Recorded data
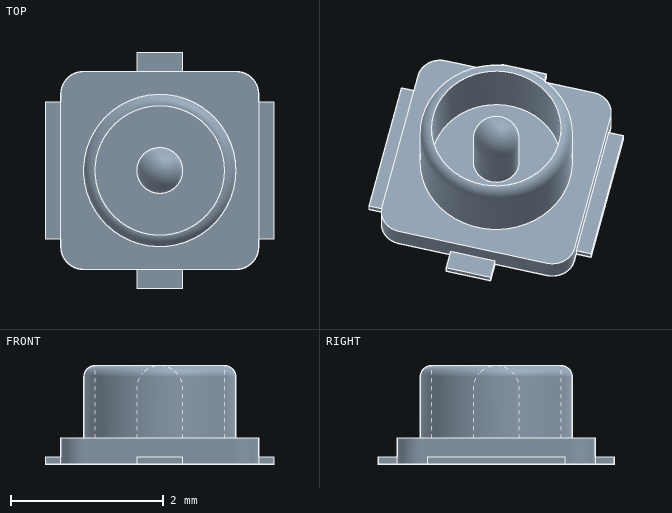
import cadquery as cq
import math

base_side = 2.6
base_height = 0.35
corner_radius = 0.3

span_x = 3.0
span_y = 3.1
tab_thickness = 0.1
side_tab_width = 1.8
end_tab_width = 0.6

total_height = 1.3
shell_diameter = 2.0
bore_diameter = 1.7

pin_diameter = 0.6
pin_height = total_height


def make_base():
    block = cq.Workplane("XY").box(base_side, base_side, base_height, centered=(True, True, False))
    return block.edges("|Z").fillet(corner_radius)


def make_tab_strip(length_x, length_y):
    """Flat strip through the base whose two ends stick out as tabs."""
    return cq.Workplane("XY").box(length_x, length_y, tab_thickness, centered=(True, True, False))


def make_shell():
    """Ring on the base; its top is a quarter round across the whole wall, ending at the bore."""
    outer_radius = shell_diameter / 2
    bore_radius = bore_diameter / 2
    rim_radius = outer_radius - bore_radius
    rim_start_height = total_height - rim_radius
    rim_diagonal = rim_radius * math.sqrt(0.5)
    profile = (
        cq.Workplane("XZ")
        .moveTo(bore_radius, base_height)
        .lineTo(outer_radius, base_height)
        .lineTo(outer_radius, rim_start_height)
        .threePointArc(
            (bore_radius + rim_diagonal, rim_start_height + rim_diagonal),
            (bore_radius, total_height),
        )
        .close()
    )
    return profile.revolve(360, (0, 0, 0), (0, 1, 0))


def make_pin():
    tip_radius = pin_diameter / 2
    tip_centre_height = pin_height - tip_radius
    shank = cq.Workplane("XY").circle(tip_radius).extrude(tip_centre_height)
    tip = cq.Workplane("XY").sphere(tip_radius).translate((0, 0, tip_centre_height))
    return shank.union(tip)


result = (
    make_base()
    .union(make_tab_strip(span_x, side_tab_width))
    .union(make_tab_strip(end_tab_width, span_y))
    .union(make_shell())
    .union(make_pin())
)

◆ EXERCISE INSTRUCTIONS
Which of the lines above hold the string "return"? Pick each of them out.

◆ YOUR RESPONSE
    return block.edges("|Z").fillet(corner_radius)
    return cq.Workplane("XY").box(length_x, length_y, tab_thickness, centered=(True, True, False))
    return profile.revolve(360, (0, 0, 0), (0, 1, 0))
    return shank.union(tip)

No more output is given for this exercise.